(Dataset entries)

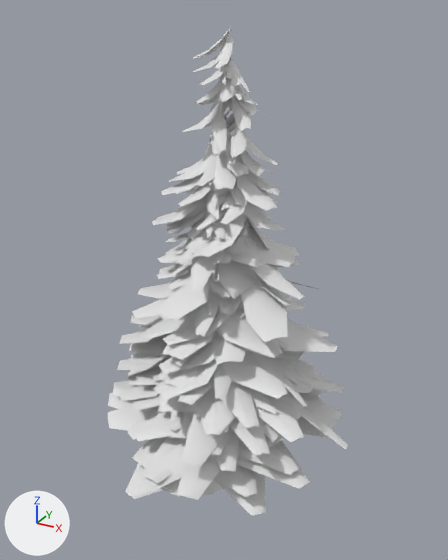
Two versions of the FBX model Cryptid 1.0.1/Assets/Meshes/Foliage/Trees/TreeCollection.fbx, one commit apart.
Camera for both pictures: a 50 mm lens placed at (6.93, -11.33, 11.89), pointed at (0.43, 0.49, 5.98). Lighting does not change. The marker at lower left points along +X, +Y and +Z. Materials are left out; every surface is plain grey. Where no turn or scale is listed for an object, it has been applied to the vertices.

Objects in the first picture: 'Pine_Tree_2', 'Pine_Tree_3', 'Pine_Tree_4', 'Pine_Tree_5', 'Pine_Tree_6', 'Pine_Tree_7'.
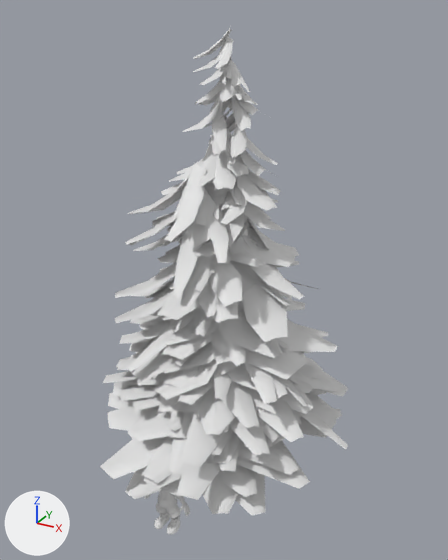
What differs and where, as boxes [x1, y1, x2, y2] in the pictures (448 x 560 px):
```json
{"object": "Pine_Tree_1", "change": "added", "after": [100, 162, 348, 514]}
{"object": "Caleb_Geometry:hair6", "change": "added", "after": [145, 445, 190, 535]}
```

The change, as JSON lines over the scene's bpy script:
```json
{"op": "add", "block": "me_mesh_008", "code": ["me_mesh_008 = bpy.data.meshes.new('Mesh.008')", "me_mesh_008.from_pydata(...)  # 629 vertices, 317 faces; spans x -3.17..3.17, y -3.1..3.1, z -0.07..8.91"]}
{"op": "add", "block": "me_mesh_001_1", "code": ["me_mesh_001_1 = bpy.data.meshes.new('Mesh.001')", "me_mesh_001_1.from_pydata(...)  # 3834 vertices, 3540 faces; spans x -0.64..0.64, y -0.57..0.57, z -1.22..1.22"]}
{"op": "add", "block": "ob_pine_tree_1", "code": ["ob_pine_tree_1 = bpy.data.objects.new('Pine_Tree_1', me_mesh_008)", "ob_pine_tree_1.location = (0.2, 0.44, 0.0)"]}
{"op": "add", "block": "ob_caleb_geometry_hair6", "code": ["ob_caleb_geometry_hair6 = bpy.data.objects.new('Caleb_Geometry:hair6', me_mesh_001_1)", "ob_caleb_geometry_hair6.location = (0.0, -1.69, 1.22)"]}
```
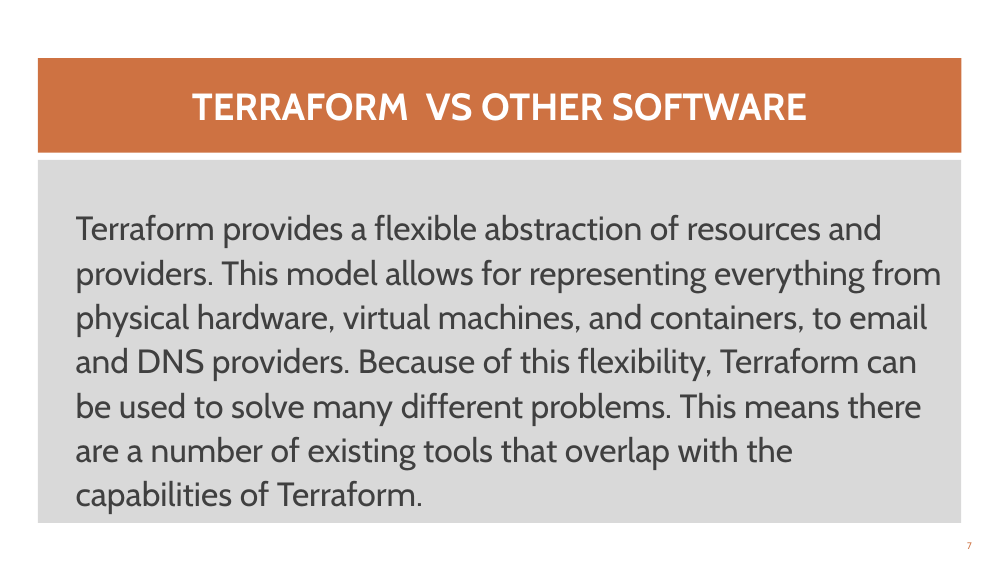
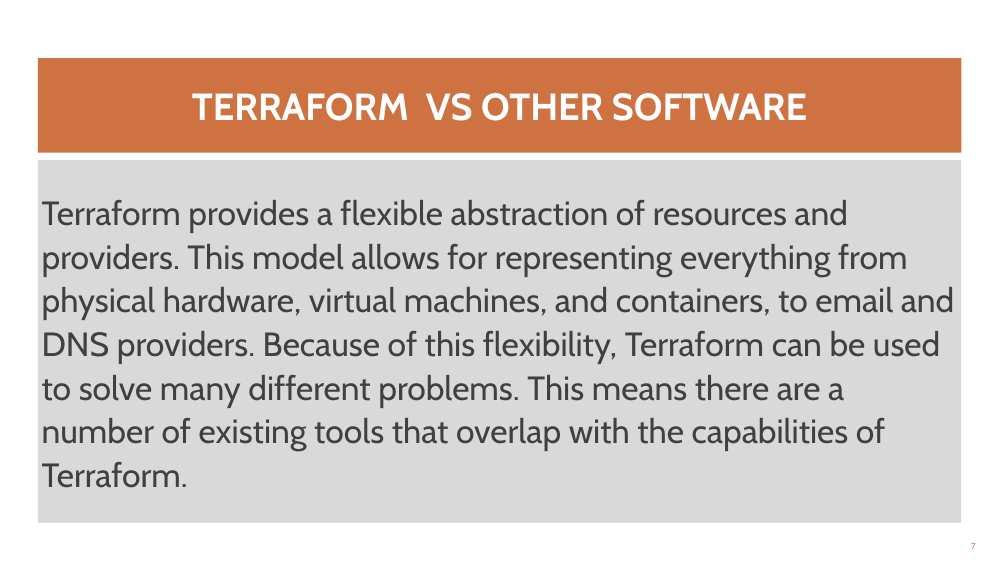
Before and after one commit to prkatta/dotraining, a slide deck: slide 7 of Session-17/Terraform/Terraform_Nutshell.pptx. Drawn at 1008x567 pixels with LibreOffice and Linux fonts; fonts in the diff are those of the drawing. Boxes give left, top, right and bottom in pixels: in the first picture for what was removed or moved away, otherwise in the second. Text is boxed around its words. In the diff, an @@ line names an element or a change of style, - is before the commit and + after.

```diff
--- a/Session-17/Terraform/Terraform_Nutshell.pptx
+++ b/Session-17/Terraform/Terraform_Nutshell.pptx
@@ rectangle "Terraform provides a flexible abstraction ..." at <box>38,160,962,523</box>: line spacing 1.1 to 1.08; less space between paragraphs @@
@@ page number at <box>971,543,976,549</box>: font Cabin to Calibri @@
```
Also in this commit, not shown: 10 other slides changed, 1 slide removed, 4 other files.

* * *

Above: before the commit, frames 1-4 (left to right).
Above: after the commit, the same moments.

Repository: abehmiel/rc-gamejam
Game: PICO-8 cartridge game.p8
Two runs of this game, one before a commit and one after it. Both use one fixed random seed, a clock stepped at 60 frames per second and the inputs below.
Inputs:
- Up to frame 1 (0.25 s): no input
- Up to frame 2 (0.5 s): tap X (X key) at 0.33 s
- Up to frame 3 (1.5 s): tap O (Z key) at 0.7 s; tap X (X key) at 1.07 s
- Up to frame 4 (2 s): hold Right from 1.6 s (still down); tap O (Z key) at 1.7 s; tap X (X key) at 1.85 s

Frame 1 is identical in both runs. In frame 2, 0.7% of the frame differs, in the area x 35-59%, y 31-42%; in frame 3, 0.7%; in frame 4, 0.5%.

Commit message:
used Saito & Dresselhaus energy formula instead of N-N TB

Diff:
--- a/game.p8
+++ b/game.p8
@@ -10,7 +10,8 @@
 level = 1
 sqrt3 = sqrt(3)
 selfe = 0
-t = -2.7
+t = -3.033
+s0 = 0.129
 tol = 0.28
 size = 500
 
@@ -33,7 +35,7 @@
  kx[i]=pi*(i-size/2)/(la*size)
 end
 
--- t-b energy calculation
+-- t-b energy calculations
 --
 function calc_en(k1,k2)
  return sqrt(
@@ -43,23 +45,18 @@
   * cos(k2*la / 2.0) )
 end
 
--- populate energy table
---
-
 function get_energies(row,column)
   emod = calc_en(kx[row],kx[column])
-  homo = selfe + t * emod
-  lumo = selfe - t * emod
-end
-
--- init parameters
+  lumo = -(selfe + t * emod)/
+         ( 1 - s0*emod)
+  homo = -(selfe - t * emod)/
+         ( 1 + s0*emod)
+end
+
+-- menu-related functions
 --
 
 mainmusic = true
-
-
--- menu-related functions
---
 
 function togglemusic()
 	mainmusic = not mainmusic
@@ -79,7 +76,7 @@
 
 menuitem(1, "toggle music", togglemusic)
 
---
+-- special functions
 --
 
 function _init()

==

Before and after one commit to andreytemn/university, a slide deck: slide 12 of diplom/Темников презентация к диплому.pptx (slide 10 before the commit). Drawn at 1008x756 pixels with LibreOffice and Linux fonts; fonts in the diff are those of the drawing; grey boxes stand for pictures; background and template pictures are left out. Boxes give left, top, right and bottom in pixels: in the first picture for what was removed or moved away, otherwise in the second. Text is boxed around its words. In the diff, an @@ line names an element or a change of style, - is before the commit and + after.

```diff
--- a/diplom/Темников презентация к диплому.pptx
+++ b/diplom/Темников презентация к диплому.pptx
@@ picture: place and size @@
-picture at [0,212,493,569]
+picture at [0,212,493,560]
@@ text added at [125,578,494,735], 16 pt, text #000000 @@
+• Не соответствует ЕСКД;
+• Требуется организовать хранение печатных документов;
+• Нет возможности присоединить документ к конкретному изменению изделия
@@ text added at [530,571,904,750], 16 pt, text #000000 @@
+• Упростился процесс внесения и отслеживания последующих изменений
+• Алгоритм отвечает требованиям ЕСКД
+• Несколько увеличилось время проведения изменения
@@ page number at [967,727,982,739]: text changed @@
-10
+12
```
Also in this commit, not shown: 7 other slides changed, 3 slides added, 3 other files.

-- EXERCISE DESCRIPTION --
For the word "column", report how many lines of the records contain it; respond with the number only.

-- SOLUTION FOR THIS EXERCISE --
2